Anas n’avait que 28 ans, mais effrayait Israël

Benyamin Netanyahou devisait tranquillement, ce dimanche après- midi, à Jérusalem, devant un parterre de journalistes internationaux, leur faisant gober minute après minute chacun de ses mensonges sans qu’aucun d’eux ne dénonce cette mascarade. Une seule de nos consœurs a demandé pourquoi les reporters étrangers ne pouvaient entrer à Gaza. « Pour votre propre sécurité », a rétorqué le premier ministre israélien, en réprimant un sourire avec difficulté. Toutes et tous auraient alors dû se lever et partir. Tout le monde est resté.

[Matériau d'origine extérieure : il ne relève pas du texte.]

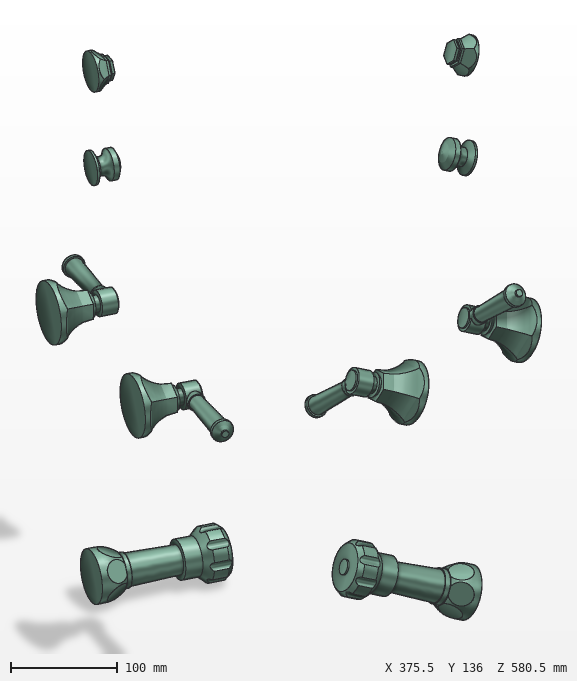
import cadquery as cq

HEX_SIDES = 6
FLATS_FACE_Z = 90
PRISM_HALF_LENGTH = 58.0
WALL_DIRECTION = (0, 1, 0)

OVERALL_HEIGHT = 580.5
OVERALL_WIDTH = 375.5
HANDLE_X = 101.5
HANDLE_Z = -34.0
KNOB_Z = 168.5
SPRAY_X = 2.0

CAP_RADIUS = 20.0
CAP_RIM = 2.0
CAP_SHOULDER = 13.0
CAP_SHOULDER_TOP = 15.0
CAP_SHOULDER_APOTHEM = 12.0
CAP_GROOVE_TOP = 17.0
CAP_GROOVE_APOTHEM = 10.0
CAP_HEIGHT = 20.0
CAP_TOP_APOTHEM = 10.5

KNOB_RADIUS = 17.0
KNOB_RIM = 2.5
KNOB_FOOT_TOP = 6.5
KNOB_NECK_RADIUS = 9.0
KNOB_NECK_TOP = 9.0
KNOB_BAND_BOTTOM = 17.5
KNOB_BAND_TOP = 23.0
KNOB_BAND_RADIUS = 15.5
KNOB_FLARE_MIDDLE = (11.0, 14.5)
KNOB_DOME_RADIUS = 9.0
KNOB_DOME_TOP = 26.5
KNOB_TIP_RADIUS = 2.0
KNOB_HEIGHT = 28.5

ESCUTCHEON_RADIUS = 31.0
ESCUTCHEON_APOTHEM = 14.0
ESCUTCHEON_HEIGHT = 39.5
ESCUTCHEON_SHOULDER = (15.0, 28.5)
ESCUTCHEON_WAIST = (20.0, 17.0)
ESCUTCHEON_SKIRT = (25.0, 9.0)
ESCUTCHEON_SKIRT_END = (31.5, 4.5)
LIP_BOTTOM_RADIUS = 10.0
LIP_RADIUS = 12.0
LIP_TOP = 43.0
NECK_RADIUS = 8.0
HUB_BOTTOM = 49.5
HUB_RADIUS = 13.0
HUB_TOP = 65.5
BUTTON_RADIUS = 10.0
BUTTON_TOP = 67.5

LEVER_HEIGHT = 58.0
LEVER_REACH = OVERALL_WIDTH / 2 - HANDLE_X
LEVER_COLLAR_END = 17.0
LEVER_COLLAR_RADIUS = 8.5
GRIP_START_RADIUS = 7.5
GRIP_END = 76.0
GRIP_END_RADIUS = 9.0
POMMEL_RADIUS = 11.0
POMMEL_RIM_END = 79.5
POMMEL_STEP_RADIUS = 7.0
POMMEL_STEP = 82.0
POMMEL_CONE_END = 84.0
LEVER_TIP_RADIUS = 3.5

SPRAY_BASE_RADIUS = 26.5
SPRAY_BASE_TOP = 7.0
BELL_TOP = 29.0
BELL_TOP_RADIUS = 18.5
BELL_BULGE = (24.5, 20.0)
BELL_TOP_APOTHEM = 18.0
FERRULE_TOP = 34.0
FERRULE_RADIUS = 17.5
TUBE_BOTTOM_RADIUS = 16.0
TUBE_TOP = 87.5
TUBE_TOP_RADIUS = 14.5
COLLAR_RADIUS = 20.0
COLLAR_TOP = 105.0
HEAD_RADIUS = 27.0
HEAD_BOTTOM = 114.0
HEAD_SHOULDER = 129.0
HEAD_TOP = 134.0
HEAD_FACE_RADIUS = 23.0
NOZZLE_RADIUS = 7.5
SPRAY_HEIGHT = 136.0
FLUTE_COUNT = 8
FLUTE_RADIUS = 5.0
FLUTE_DEPTH = 3.0
FLUTE_CENTER_RADIUS = HEAD_RADIUS - FLUTE_DEPTH + FLUTE_RADIUS
FLUTE_EDGE_DISTANCE = (
    HEAD_RADIUS**2 + FLUTE_CENTER_RADIUS**2 - FLUTE_RADIUS**2
) / (2 * FLUTE_CENTER_RADIUS)
SPRAY_Z = FLUTE_EDGE_DISTANCE - OVERALL_HEIGHT / 2
CAP_Z = OVERALL_HEIGHT / 2 - CAP_RADIUS


def turned(profile):
    """Revolve a half profile of (radius, height) about the Y axis."""
    return profile.close().revolve(360, (0, 0, 0), WALL_DIRECTION)


def cylinder(radius, bottom, top):
    return cq.Workplane("XZ", origin=(0, bottom, 0)).circle(radius).extrude(bottom - top)


def hexagonal(half_profile, first_turn=0):
    """Hexagonal body whose flats follow a profile of (apothem, height).

    Each of the three pairs of opposite flats is one prism; the body is what they share.
    """
    half = half_profile.close().extrude(PRISM_HALF_LENGTH, both=True)
    prism = half.union(half.mirror("YZ"))
    body = prism.rotate((0, 0, 0), WALL_DIRECTION, first_turn)
    for pair in range(1, HEX_SIDES // 2):
        turn = first_turn + pair * 360 / HEX_SIDES
        body = body.intersect(prism.rotate((0, 0, 0), WALL_DIRECTION, turn))
    return body


def make_cap():
    profile = (
        cq.Workplane("XY").lineTo(CAP_RADIUS, 0).lineTo(CAP_RADIUS, CAP_RIM)
        .lineTo(CAP_SHOULDER_APOTHEM, CAP_SHOULDER).lineTo(CAP_SHOULDER_APOTHEM, CAP_SHOULDER_TOP)
        .lineTo(CAP_GROOVE_APOTHEM, CAP_SHOULDER_TOP).lineTo(CAP_GROOVE_APOTHEM, CAP_GROOVE_TOP)
        .lineTo(CAP_TOP_APOTHEM, CAP_GROOVE_TOP).lineTo(CAP_TOP_APOTHEM, CAP_HEIGHT).lineTo(0, CAP_HEIGHT)
    )
    return hexagonal(profile, FLATS_FACE_Z).intersect(cylinder(CAP_RADIUS, 0, CAP_HEIGHT))


def make_knob():
    return turned(
        cq.Workplane("XY").lineTo(KNOB_RADIUS, 0).lineTo(KNOB_RADIUS, KNOB_RIM)
        .lineTo(KNOB_NECK_RADIUS, KNOB_FOOT_TOP).lineTo(KNOB_NECK_RADIUS, KNOB_NECK_TOP)
        .threePointArc(KNOB_FLARE_MIDDLE, (KNOB_BAND_RADIUS, KNOB_BAND_BOTTOM))
        .lineTo(KNOB_BAND_RADIUS, KNOB_BAND_TOP).lineTo(KNOB_DOME_RADIUS, KNOB_DOME_TOP)
        .lineTo(KNOB_TIP_RADIUS, KNOB_HEIGHT).lineTo(0, KNOB_HEIGHT)
    )


def make_escutcheon():
    skirt = (
        cq.Workplane("XY").lineTo(ESCUTCHEON_SKIRT_END[0], 0).lineTo(*ESCUTCHEON_SKIRT_END)
        .lineTo(*ESCUTCHEON_SKIRT).threePointArc(ESCUTCHEON_WAIST, ESCUTCHEON_SHOULDER)
        .lineTo(ESCUTCHEON_APOTHEM, ESCUTCHEON_HEIGHT).lineTo(0, ESCUTCHEON_HEIGHT)
    )
    return hexagonal(skirt).intersect(cylinder(ESCUTCHEON_RADIUS, 0, ESCUTCHEON_HEIGHT))


def make_hub():
    return turned(
        cq.Workplane("XY").moveTo(0, ESCUTCHEON_HEIGHT).lineTo(LIP_BOTTOM_RADIUS, ESCUTCHEON_HEIGHT)
        .lineTo(LIP_RADIUS, LIP_TOP).lineTo(NECK_RADIUS, LIP_TOP).lineTo(NECK_RADIUS, HUB_BOTTOM)
        .lineTo(HUB_RADIUS, HUB_BOTTOM).lineTo(HUB_RADIUS, HUB_TOP).lineTo(BUTTON_RADIUS, HUB_TOP)
        .lineTo(BUTTON_RADIUS, BUTTON_TOP).lineTo(0, BUTTON_TOP)
    )


def make_lever():
    """Lever along +X, turned about its own axis."""
    outline = (
        cq.Workplane("XY", origin=(0, LEVER_HEIGHT, 0))
        .lineTo(0, NECK_RADIUS).lineTo(LEVER_COLLAR_END, LEVER_COLLAR_RADIUS)
        .lineTo(LEVER_COLLAR_END, GRIP_START_RADIUS).lineTo(GRIP_END, GRIP_END_RADIUS)
        .lineTo(GRIP_END, POMMEL_RADIUS).lineTo(POMMEL_RIM_END, POMMEL_RADIUS)
        .lineTo(POMMEL_STEP, POMMEL_STEP_RADIUS)
        .lineTo(POMMEL_CONE_END, LEVER_TIP_RADIUS).lineTo(LEVER_REACH, LEVER_TIP_RADIUS)
        .lineTo(LEVER_REACH, 0).close()
    )
    return outline.revolve(360, (0, 0, 0), (1, 0, 0))


def make_handle():
    return make_escutcheon().union(make_hub()).union(make_lever())


def make_bell():
    dome = turned(
        cq.Workplane("XY").lineTo(SPRAY_BASE_RADIUS, 0).lineTo(SPRAY_BASE_RADIUS, SPRAY_BASE_TOP)
        .threePointArc(BELL_BULGE, (BELL_TOP_RADIUS, BELL_TOP)).lineTo(0, BELL_TOP)
    )
    flats = (
        cq.Workplane("XY").lineTo(SPRAY_BASE_RADIUS, 0).lineTo(SPRAY_BASE_RADIUS, SPRAY_BASE_TOP)
        .lineTo(BELL_TOP_APOTHEM, BELL_TOP).lineTo(0, BELL_TOP)
    )
    return dome.intersect(hexagonal(flats, FLATS_FACE_Z))


def make_spray():
    ferrule = cylinder(FERRULE_RADIUS, BELL_TOP, FERRULE_TOP)
    upper = turned(
        cq.Workplane("XY").moveTo(0, FERRULE_TOP).lineTo(TUBE_BOTTOM_RADIUS, FERRULE_TOP)
        .lineTo(TUBE_TOP_RADIUS, TUBE_TOP).lineTo(COLLAR_RADIUS, TUBE_TOP)
        .lineTo(COLLAR_RADIUS, COLLAR_TOP).lineTo(HEAD_RADIUS, HEAD_BOTTOM)
        .lineTo(HEAD_RADIUS, HEAD_SHOULDER).lineTo(HEAD_FACE_RADIUS, HEAD_TOP)
        .lineTo(NOZZLE_RADIUS, HEAD_TOP).lineTo(NOZZLE_RADIUS, SPRAY_HEIGHT).lineTo(0, SPRAY_HEIGHT)
    )
    spray = make_bell().union(ferrule).union(upper)
    flute = cylinder(FLUTE_RADIUS, COLLAR_TOP, SPRAY_HEIGHT).translate((FLUTE_CENTER_RADIUS, 0, 0))
    for index in range(FLUTE_COUNT):
        spray = spray.cut(flute.rotate((0, 0, 0), WALL_DIRECTION, index * 360 / FLUTE_COUNT))
    return spray


cap = make_cap().translate((0, 0, CAP_Z))
knob = make_knob().translate((0, 0, KNOB_Z))
spray = make_spray().translate((SPRAY_X, 0, SPRAY_Z))
handles = []
for side, turn in ((1, 0), (-1, 180)):
    handle = make_handle().rotate((0, 0, 0), WALL_DIRECTION, turn)
    handles.append(handle.translate((side * HANDLE_X, 0, HANDLE_Z)))

result = cq.Compound.makeCompound(
    [cap.val(), knob.val(), *[handle.val() for handle in handles], spray.val()]
)

À ce moment-là, c’est clair, Benyamin Netanyahou savait qu’ordre avait été donné d’abattre des journalistes palestiniens. Dans la nuit du 10 au 11 août, l’armée israélienne a ciblé un correspondant de la chaîne qatarie Al-Jazeera, Anas Al Sharif, le tuant, ainsi que son confrère Mohamed Qureiqa. Au moins six autres personnes ont trouvé la mort, toutes réfugiées à l’extérieur de l’hôpital al-Shifa. « Anas et ses collègues étaient parmi les dernières voix encore présentes à Gaza, offrant au monde une couverture sans filtre, sur le terrain, des réalités dévastatrices endurées par sa population », a déclaré Al-Jazeera dans un communiqué. Al-Jazeera est bloquée en Israël et des soldats ont perquisitionné ses bureaux en Cisjordanie occupée l’année dernière, ordonnant leur fermeture.

Il n’avait que 28 ans, mais effrayait Israël

Dans un message publié sur les réseaux sociaux, qui, selon Al-Jazeera, avait été rédigé pour être publié en cas de décès, Anas Al Sharif déplorait les ravages et les destructions causés par la guerre et faisait ses adieux à sa femme, son fils et sa fille. « Je n’ai jamais hésité un seul jour à dire la vérité telle qu’elle est, sans déformation ni falsification. » Il n’avait que 28 ans, mais effrayait Israël. Tel-Aviv, après l’odieuse démonstration de Benyamin Netanyahou, a évidemment voulu « faire un exemple » et a immédiatement revendiqué l’attaque contre Anas Al Sharif, le présentant comme le chef d’une cellule du Hamas. Une allégation qu’Al-Jazeera et notre confrère lui-même avaient précédemment rejetée comme infondée. C’est la première fois depuis le début de la guerre que l’armée israélienne revendique rapidement la responsabilité d’un journaliste tué lors d’une frappe.

Le Haut-Commissariat des Nations unies aux droits de l’homme (OHCHR) accuse Israël d’avoir « visé la tente » où se trouvaient les cinq employés de la chaîne Al-Jazeera, ce qui « constitue une grave violation du droit humanitaire international ».

« Je parle de la mort lente de ces gens »

Anas Al Sharif avait commencé à travailler pour Al-Jazeera quelques jours après le début de la guerre. Il était connu pour ses reportages sur les bombardements israéliens dans le nord de Gaza, puis sur la famine qui frappait une grande partie de la population du territoire. Lors d’une émission en juillet, il a pleuré à l’antenne tandis qu’une femme derrière lui s’effondrait de faim. « Je parle de la mort lente de ces gens », avait-il expliqué à ce moment-là. La sienne a été brutale. Benyamin Netanyahou n’est autre qu’un général Sheridan israélien, qui aurait transformé l’aphorisme destiné aux Amérindiens en : « Un bon Palestinien est un Palestinien mort ». Selon le OHCHR, « au moins 242 journalistes palestiniens ont été tués à Gaza depuis le 7 octobre 2023 ». Israël ne parviendra pourtant pas à faire le black-out sur son génocide. Quand un journaliste palestinien tombe, un autre sort de l’ombre à sa place.